With this extreme fragmentation of demand, retailers must rethink the methods that facilitate their predictions so that they can accommodate an individualized approach beyond what is possible with an antiquated time series. They need to change up to something that allows for the continuous provision of new, personalized items with a shorter lifecycle. 

Embrace the analytics trifecta

Giving the customer what they want is always a good rule of thumb, and while it is possible to offer customers a dynamic, ever-adjusting range and variety of products without an internet titan, this makes forecasting demand even more challenging. To tackle this, retailers are turning to tools like machine learning, which can now give accurate forecasts—even with a highly variable and fragmented product selection, and all while dealing with the complex supply chain that comes with it.

With increasing demand fragmentation and the exponential growth of data intersections in retail today, it’s not realistic to expect actionable information from applying traditional methods at the item level using regular sales history. Similarly, analyzing demand at an aggregated level—such as a category or a department—while tempting, often masks more granular details about how specific items are performing within a broader item group.

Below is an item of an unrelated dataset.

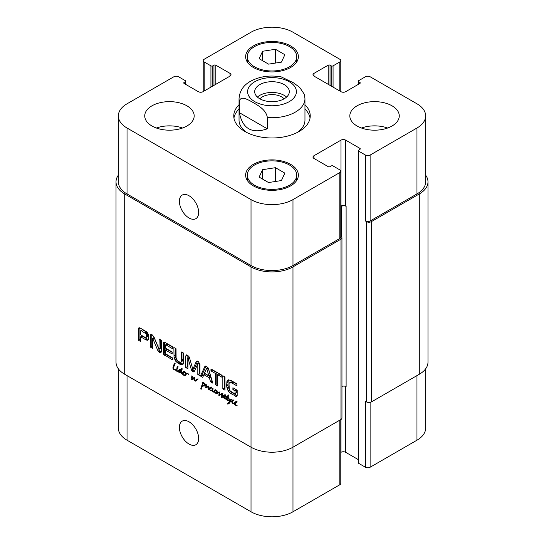 <?xml version="1.0" encoding="UTF-8"?>
<svg xmlns="http://www.w3.org/2000/svg" width="544" height="544" viewBox="0 0 544 544"><rect width="100%" height="100%" fill="white"/><g stroke="black" fill="none" stroke-linecap="round" stroke-linejoin="round"><path stroke-width="0.82" d="M183.913 372.511L184.838 371.899M184.314 372.021L184.742 371.77M185.014 371.402L183.117 372.654M182.852 373.075L183.75 372.558M180.411 370.083L180.193 369.696L179.432 370.389L179.228 372.382L180.594 371.681L180.411 370.083L180.86 370.131L181.771 368.152L182.097 368.553L181.329 372.994L182.192 373.279L182.186 373.837L182.947 373.096L182.186 373.279L183.172 371.763L184.144 371.423L184.892 372.484L182.947 373.096L184.164 372.314M183.376 373.225L184.776 372.416L184.341 372.286M183.709 372.157L184.056 371.443M182.186 373.279L183.212 372.688L182.192 373.279M182.451 373.157L183.26 372.688M180.594 371.681L181.574 371.117M180.193 369.696L180.533 369.498M180.35 369.954L180.696 369.757M182.152 369.743L181.812 369.274M180.751 370.552L181.995 369.832M180.676 371.185L181.825 370.518M181.315 368.703L181.975 368.322M180.86 370.131L182.056 369.437M182.186 373.837L181.329 373.517L180.703 372.436L179.187 372.783L178.466 371.627L179.602 369.165L180.764 369.879M180.207 369.145L179.758 369.077M179.275 369.458L179.962 369.063M178.942 369.893L180.214 369.158M179.962 370.253L180.336 369.084M178.561 371.062L179.323 370.62M178.466 371.627L179.092 371.266M179.187 372.783L180.588 371.974L180.18 371.681M181.458 372.055L180.588 371.974M180.703 372.436L181.145 372.178M181.329 373.517L181.676 373.32M181.601 373.721L182.199 373.374M182.77 373.123L182.709 374.034L183.43 374.748L184.851 374.986L184.722 375.353L183.403 375.122L182.322 373.986L182.641 373.803M183.403 375.122L183.831 374.877M184.851 374.986L185.504 372.66L186.143 373.014L185.946 373.667L187.83 373.306L188.455 374.136L188.346 374.741L187.972 373.755L186.313 374.034L185.048 375.965L184.64 375.584L185.218 375.027L184.851 374.986L185.966 374.34M185.218 375.027L185.715 374.741M184.64 375.584L185.456 375.115M184.824 375.856L185.314 375.571M184.94 375.863L185.314 375.646M187.666 373.252L185.776 374.598M187.714 373.225L187.347 373.572L187.714 373.225M186.3 374.034L186.531 373.347M195.371 381.147L194.194 379.875L193.963 378.474L192.814 379.576L191.719 379.698L191.794 375.856L192.42 376.577L192.005 379.168L194.147 377.38L194.806 377.924L195.085 380.589L198.213 378.944L196.146 380.909L195.371 381.147L196.772 380.338L195.996 379.834M196.608 379.583L197.968 378.801M195.085 380.589L198.009 378.774M192.005 379.168L194.534 377.516M192.433 378.964L194.208 377.883M193.399 378.366L193.834 378.162L193.399 378.366M191.413 379.236L191.984 378.91M191.719 379.698L193.113 378.889L192.814 378.434M193.963 378.474L194.8 377.992M194.052 379.161L194.602 378.848M194.194 379.875L194.65 379.617M194.602 380.637L194.97 380.426M195.072 381.018L196.466 380.208M235.96 402.56L236.885 401.948M236.368 402.07L236.796 401.819M237.062 401.452L235.164 402.703M234.369 404.036L234.26 403.281L235.219 401.812L236.497 401.601L236.939 402.54L234.654 403.662L235.477 404.797L237.123 405.368L235.45 405.171L234.369 404.036L234.688 403.852M235.45 405.171L235.885 404.926M235.423 403.274L236.824 402.465L236.395 402.342L234.797 403.26M235.756 402.206L236.11 401.499M234.26 403.281L233.927 403.723L232.125 402.92L231.615 401.465L232.39 400.092L233.165 399.847L233.73 400.595L232.961 400.568L232.166 401.615L232.71 402.961L234.26 403.281L235.212 402.723M234.274 403.634L236.246 402.322M234.355 403.587L234.702 403.39M233.07 400.479L233.267 399.928M231.615 401.465L232.519 400.948M232.778 403.43L233.281 403.145M208.59 389.579L208.019 388.192L208.304 386.607L206.128 387.818L205.646 387.586L206.244 384.635L206.788 385.22L206.23 387.036L208.434 386.002L208.869 386.675L208.74 389.49M205.931 385.852L206.74 385.383M205.523 386.988L206.4 386.485M205.646 387.586L207.04 386.777L206.924 386.186M205.802 387.709L207.04 386.777M206.611 387.593L207.046 387.287M208.304 386.607L208.78 386.335M209.046 386.043L207.182 387.178M208.318 386.648L208.794 386.369M208.019 388.192L208.638 387.831M214.894 392.911L216.016 392.414L215.472 393.067L214.254 391.762L213.486 392.088L212.248 391.864L212.752 391.578M213.486 392.088L214.88 391.279L213.642 391.061M214.254 391.762L214.839 391.422M214.411 392.21L214.805 391.986M215.472 393.067L216.097 392.7M216.043 392.85L216.498 390.402L217.206 391.34L216.75 393.033L219.477 392L219.858 392.822L219.395 394.788L222.414 393.625L222.115 397.501L221.694 397.596L221.381 396.658L222.129 394.074L218.824 395.332L219.205 392.584L216.254 393.876L216.043 392.85L217.008 392.292M216.152 392.571L217.076 392.034M212.378 390.599L211.895 390.524L212.779 388.3L213.132 388.763L212.432 391.462L213.398 391.537L215.206 389.599L215.546 390.082L214.778 391.809L214.962 392.469L215.56 392.53M214.533 390.47L215.526 389.898M214.05 391.082L215.526 390.225M213.398 391.537L215.444 390.272M212.051 389.647L212.874 389.164M211.956 390.191L212.602 389.824M212.384 390.49L210.29 390.646L209.073 388.797L210.059 387.287L211.031 386.947L211.779 388.008L209.637 388.729L209.596 389.552L210.943 390.449L212.473 390.198M212.248 391.864L211.895 390.524M216.172 392.598L217.063 392.081M215.859 393.591L217.24 392.795M216.254 393.876L217.654 393.074L217.26 392.782M216.342 393.883L217.654 393.074M216.451 393.87L217.743 393.081M219.334 392.401L217.845 393.06M219.708 392.292L218.334 392.979M219.252 393.04L219.844 392.7M219.178 393.516L219.83 393.135M218.824 395.332L220.218 394.42M219.45 395.393L220.85 394.584L220.225 394.522M221.306 394.38L220.85 394.584M220.993 394.563L222.924 393.475M221.524 394.284L222.53 393.706M222.129 394.074L222.605 393.795M221.762 394.951L222.686 394.414M221.435 395.862L222.312 395.352M221.381 396.658L222.047 396.277M222.115 397.501L221.694 397.596L222.013 397.412M219.606 394.754L221.136 393.802M221.007 393.944L221.714 393.482L221.007 393.944M216.648 391.061L217.104 390.796M210.8 388.028L211.725 387.423M211.201 387.539L211.63 387.294M211.902 386.927L210.004 388.171M210.263 388.749L211.664 387.94L211.228 387.811L209.637 388.729M210.596 387.682L210.943 386.968M209.073 388.797L210.1 388.205M210.603 388.702L210.474 387.994M210.29 390.646L210.718 390.395M228.657 397.433L228.963 397.977L228.677 397.419M227.344 400.432L228.548 400.255L227.344 400.432L226.59 399.82L226.345 398.847L227.004 396.95L226.222 396.909L225.862 396.304L227.27 396.528L228.31 394.917L228.636 395.332L227.895 396.848L228.956 397.814M227.27 396.528L228.548 395.794M226.222 396.909L227.045 396.433M227.004 396.95L228.405 396.148L227.623 396.1M228.106 396.664L228.405 396.148M226.705 397.474L228.072 396.685M226.345 398.847L226.977 398.48M227.14 400.343L227.637 400.058M228.813 397.895L229.908 401.159L230.976 399.004L231.574 399.412L229.738 402.839L228.038 404.09L227.399 403.947L229.568 401.506L228.358 397.623L227.657 397.256L226.848 399.303L227.943 400.085M227.657 397.256L228.113 396.998M228.521 398.97L228.936 398.732M229.527 401.329L229.881 401.125M229.568 401.506L230.792 400.799M228.732 402.948L230.112 402.152L228.8 403.138L229.194 403.315L227.8 404.124M227.399 403.947L229.296 402.893M228.038 404.09L229.167 403.437M229.908 401.159L230.914 400.574M176.616 370.117L177.072 367.356L177.65 367.88L176.834 369.995M176.718 367.948L177.446 367.533M176.324 369.995L176.97 370.954L178.48 370.593L177.609 371.477L176.861 371.321L176.317 370.403L174.073 369.811L172.795 368.064L174.42 363.1L175.141 363.589L173.536 367.526L173.611 369.022L176.324 369.995L176.888 369.668M176.861 371.321L177.745 370.811M179.003 370.668L178.262 370.512M178.48 370.593L178.208 371.069M174.291 365.282L174.508 364.942M174.828 363.154L174.202 363.514L174.76 363.079M174.264 363.671L174.93 363.29M173.366 365.745L174.325 365.187M172.795 368.064L173.516 367.642M173.196 369.124L173.556 368.914M173.59 369.546L174.128 369.233M174.073 369.811L174.719 369.437M174.984 370.049L175.583 369.709M175.624 370.24L176.195 369.94M176.324 370.076L175.868 370.294L176.324 370.036M178.167 367.037L177.596 366.316L178.289 366.969M225.862 398.915L225.243 399.072L224.502 397.766L222.986 397.95L222.816 395.801L224.631 394.815L225.141 395.44L224.774 396.073L224.801 395.332L224.4 395.413L223.026 397.202L223.264 397.732L224.033 397.542L225.508 395.604L224.985 397.786L225.842 399.044M224.686 396.834L225.481 396.372M223.264 397.732L225.583 396.651M224.658 396.923L225.434 396.732L224.658 396.923M225.406 394.808L224.584 395.352M224.624 395.332L225.032 395.094M224.747 395.468L225.114 395.257M224.74 395.536L225.121 395.311M224.672 395.692L225.141 395.427M224.461 396.059L225.1 395.685M222.816 395.801L224.325 394.856M224.033 396.195L224.216 394.992M222.632 397.004L223.162 396.705M222.986 397.95L223.339 397.746M225.196 397.365L224.386 397.14M224.699 398.575L225.066 398.358M225.243 399.072L225.774 398.766M204.898 385.2L204.53 383.86L203.15 383.166L202.184 383.432L202.089 382.677L203.674 382.697L205.34 384.084L205.734 385.166L204.19 386.104L202.456 385.961L201.164 389.327L200.722 388.919L202.497 383.404L203.055 383.846L202.524 385.533L205.646 384.764M202.273 384.044L202.892 383.69M202.082 384.839L202.898 384.363M201.831 385.193L202.769 384.635M202.001 385.091L202.728 384.669M201.715 386.145L202.728 385.56M202.796 386.124L203.109 385.342M201.402 386.934L202.259 386.437M201.008 387.777L202.021 387.192M201.022 387.92L201.953 387.382M200.722 388.919L201.552 388.436M200.906 389.164L201.362 388.899M202.327 386.199L203.055 385.614M202.796 386.036L203.47 385.648M204.19 386.104L205.591 385.295L204.197 385.227M202.354 383.289L203.49 382.636L202.354 383.289M203.15 383.166L203.816 382.779M203.789 383.309L204.238 383.051M204.53 383.86L204.918 383.636M205.122 384.751L205.55 384.506M205.013 385.009L205.618 384.662M340.789 236.361L340.986 236.477A3.298 1.904 180 0 1 341.952 237.823A3.298 1.904 180 0 1 340.986 239.17L292.978 266.886A29.662 17.129 180 0 1 251.022 266.886L124.705 193.956A29.662 17.129 180 0 1 116.015 181.846A29.662 17.129 180 0 1 118.347 175.188M116.015 181.846L116.015 362.154A29.662 17.129 0 0 0 124.705 374.265L251.022 447.195A29.662 17.129 0 0 0 292.978 447.195L340.986 419.478A3.298 1.904 0 0 0 341.952 418.132L341.952 237.823M176.1 358.163L177.684 360.91L179.976 362.229L181.098 362.175L181.621 360.733L181.635 351.975L183.79 353.219L183.614 363.392L182.791 364.575L181.846 364.82L178.826 363.691L175.828 361.345L174.046 357.87L173.869 347.494L176.025 348.731L176.1 358.163M222.836 375.761L224.992 377.006L224.992 390.198L222.836 388.953L222.836 375.761M200.464 376.033L204.762 366.67L205.312 366.058L206.645 366.268L208.515 368.839L212.826 383.173L210.555 381.861L209.386 377.856L203.884 374.68L202.722 377.339L200.464 376.033L201.858 375.224L206.074 366.051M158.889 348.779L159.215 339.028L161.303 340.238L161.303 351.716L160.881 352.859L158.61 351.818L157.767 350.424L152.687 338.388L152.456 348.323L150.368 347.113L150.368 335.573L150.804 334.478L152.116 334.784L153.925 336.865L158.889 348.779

Thankfully, through artificial intelligence and machine learning, retailers can rely on a more dependable approach built on an array of product and consumer “attributes.”

These attributes represent a less erratic pool of data, which allows items and customers alike to be grouped in different ways based on relationships and similarities. By applying descriptive, prescriptive and predictive analytics, retailers can analyze and map these forensically determined characteristics, in turn yielding accurate predictions, and ultimately, breaking down the complexity of the omnichannel supply chain into a more stable and predictable matter.

Pivot to the customer

By placing customer preferences at the center of supply chain decision-making, this strategy lets machine learning assess and adapt to consumer data on an ongoing basis. Using fourth dimension analytics, intelligent systems can burrow into intersections of products and consumer data. From there, these analytics deliver prescriptive insights that produce a next-generation understanding of the consumer, transforming the old adage of “right product at the right place at the right time” into a new question of “what is right for my customer?”

To make this question actionable, a genuinely modern supply chain must be able to predict not only when an item could be sold, but also when a consumer is more likely to make a given purchase. Retail-specific systems leveraging machine learning allow retailers to understand attributes for both items and consumers, enabling the most effective utilization of inventory and the highest level of consumer satisfaction, both of which offer retailers of all sizes a competitive advantage.

In an environment where innovation is both highly necessary and challenging, having this kind of agility allows retailers to deal with rising consumer expectations, retail volatility and demand fluctuation. In the past this kind of responsiveness has been the sole domain of digital superpowers, but it is no longer out of reach for the retail world at large. Now more than ever, retailers need the trifecta of analytics to sustain and prepare for supply chain shocks. With more disruption on the horizon ahead, now is the time to put your data to work and plot the smoothest possible course forward.